„Mord verstehen“ – Veranstaltung beleuchtet psychologische, ökonomische und juristische Perspektiven

„Mord verstehen“ – Veranstaltung beleuchtet psychologische, ökonomische und juristische Perspektiven
Spittal. 21.01.2026: Am Nachmittag dieses Donnerstags fand an der HLW Spittal eine öffentliche Veranstaltung anlässlich eines besonderen Diplomarbeitsprojektes dieses Schuljahres statt.
Unter dem Veranstaltungstitel „Mord verstehen“ war es das Ziel der zwei Diplomandinnen Anna-Katharina Brunner und Zoe Vogt, ihr Diplomarbeitsthema aus unterschiedlichen fachlichen Perspektiven zu betrachten und den Teilnehmerinnen und Teilnehmern einen umfassenden Einblick darauf zu geben.
Zwei Betrachtungsteile im vorwissenschaftlichen Fokus
Der psychologische Teil der Veranstaltung setzte sich mit Persönlichkeitsstörungen, der Rolle der Kindheit sowie möglichen Entwicklungsfaktoren von Tätern auseinander. Dabei wurden unter anderem Verhaltensauffälligkeiten und psychologische Hintergründe thematisiert, die in der wissenschaftlichen Auseinandersetzung mit Gewaltverbrechen eine zentrale Rolle spielen.
Im ökonomischen Teil wurde auf die gesellschaftlichen und wirtschaftlichen Auswirkungen von Mord eingegangen. Es wurden die Kostenfolgen von Offizialdelikten thematisiert und erläutert, welche finanziellen Belastungen im Zuge eines Strafverfahrens entstehen können. Darüber hinaus wurde ein Einblick in die Freiheitsstrafe gegeben und erklärt, was unter dieser zentralen strafrechtlichen Sanktion zu verstehen ist.
Kooperationspartner aus der Gerichtspraxis
Einen besonderen Beitrag leistete der eingeladene Richter im Ruhestand Dr. Arnold Riebenbauer, der als Kooperationspartner dieser Diplomarbeit den juristischen Teil der Veranstaltung übernahm. Er erläuterte die strafrechtlichen Bestimmungen der Paragraphen 75 bis 80 des österreichischen Strafgesetzbuches und veranschaulichte diese anhand von Fallbeispielen aus seiner langjährigen beruflichen Praxis.

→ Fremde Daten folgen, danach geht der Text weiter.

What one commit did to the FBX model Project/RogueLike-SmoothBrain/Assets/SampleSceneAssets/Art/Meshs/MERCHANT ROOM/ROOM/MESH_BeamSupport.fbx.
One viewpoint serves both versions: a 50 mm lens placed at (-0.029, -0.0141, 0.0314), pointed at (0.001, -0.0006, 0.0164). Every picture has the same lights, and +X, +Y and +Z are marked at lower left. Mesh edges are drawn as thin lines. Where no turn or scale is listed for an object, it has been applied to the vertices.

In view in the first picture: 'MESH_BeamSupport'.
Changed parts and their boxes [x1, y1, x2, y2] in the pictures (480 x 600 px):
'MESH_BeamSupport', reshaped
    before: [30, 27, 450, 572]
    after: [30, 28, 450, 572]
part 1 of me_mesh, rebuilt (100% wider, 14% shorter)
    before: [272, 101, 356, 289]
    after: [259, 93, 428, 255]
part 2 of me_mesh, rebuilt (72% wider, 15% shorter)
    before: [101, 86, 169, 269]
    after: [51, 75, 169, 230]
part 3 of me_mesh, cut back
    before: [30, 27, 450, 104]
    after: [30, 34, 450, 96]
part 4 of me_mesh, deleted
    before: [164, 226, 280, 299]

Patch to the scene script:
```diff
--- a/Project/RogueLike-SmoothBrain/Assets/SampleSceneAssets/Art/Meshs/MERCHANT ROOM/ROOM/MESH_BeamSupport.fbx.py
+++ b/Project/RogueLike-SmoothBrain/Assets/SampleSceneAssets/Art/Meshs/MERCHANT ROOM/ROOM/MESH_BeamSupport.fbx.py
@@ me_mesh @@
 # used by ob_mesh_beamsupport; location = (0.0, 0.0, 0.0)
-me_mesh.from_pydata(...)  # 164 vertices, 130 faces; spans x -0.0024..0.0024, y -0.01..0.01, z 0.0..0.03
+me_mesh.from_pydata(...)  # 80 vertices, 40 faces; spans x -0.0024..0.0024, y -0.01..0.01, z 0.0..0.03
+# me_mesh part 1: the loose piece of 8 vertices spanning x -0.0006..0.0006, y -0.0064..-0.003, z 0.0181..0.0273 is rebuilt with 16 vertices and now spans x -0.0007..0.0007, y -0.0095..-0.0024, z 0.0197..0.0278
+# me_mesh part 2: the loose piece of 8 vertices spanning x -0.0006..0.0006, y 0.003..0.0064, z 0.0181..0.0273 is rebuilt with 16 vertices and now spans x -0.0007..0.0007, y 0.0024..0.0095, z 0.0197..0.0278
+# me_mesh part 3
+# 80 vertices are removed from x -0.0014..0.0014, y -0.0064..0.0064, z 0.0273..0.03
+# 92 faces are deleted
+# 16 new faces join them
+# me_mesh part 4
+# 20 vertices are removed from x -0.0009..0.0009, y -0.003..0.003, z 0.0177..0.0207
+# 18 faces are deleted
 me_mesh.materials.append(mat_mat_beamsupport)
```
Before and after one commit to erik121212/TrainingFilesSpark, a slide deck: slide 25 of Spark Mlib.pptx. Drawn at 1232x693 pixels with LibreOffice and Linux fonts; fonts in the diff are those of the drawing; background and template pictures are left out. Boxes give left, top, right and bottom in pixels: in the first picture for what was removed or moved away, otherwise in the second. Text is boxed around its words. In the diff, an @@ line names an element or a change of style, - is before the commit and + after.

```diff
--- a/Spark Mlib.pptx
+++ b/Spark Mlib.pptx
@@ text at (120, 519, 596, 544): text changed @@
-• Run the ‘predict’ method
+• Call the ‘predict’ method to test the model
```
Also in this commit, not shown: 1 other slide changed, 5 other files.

Die Veranstaltung stieß auf großes Interesse und ermöglichte den Anwesenden – vorrangig der Fachschulabschlussklasse 3 AMW und dem vierten HLW-Jahrgang 4 AHW – ein komplexes und gesellschaftlich relevantes Thema aus psychologischer, ökonomischer und juristischer Perspektive besser zu verstehen.
Sehr zufrieden mit dem Veranstaltungsoutput zeigten sich auch die Diplomarbeitsbetreuer Dr. Rudolf Hanschitz und Direktor Adolf Lackner.
Aviso: Am 9. April 2026 erfolgt in der öffentlichen Präsentation und Diskussion die Vorstellung der finalen Diplomarbeit vor der Matura-Prüfungskommission an der Schule.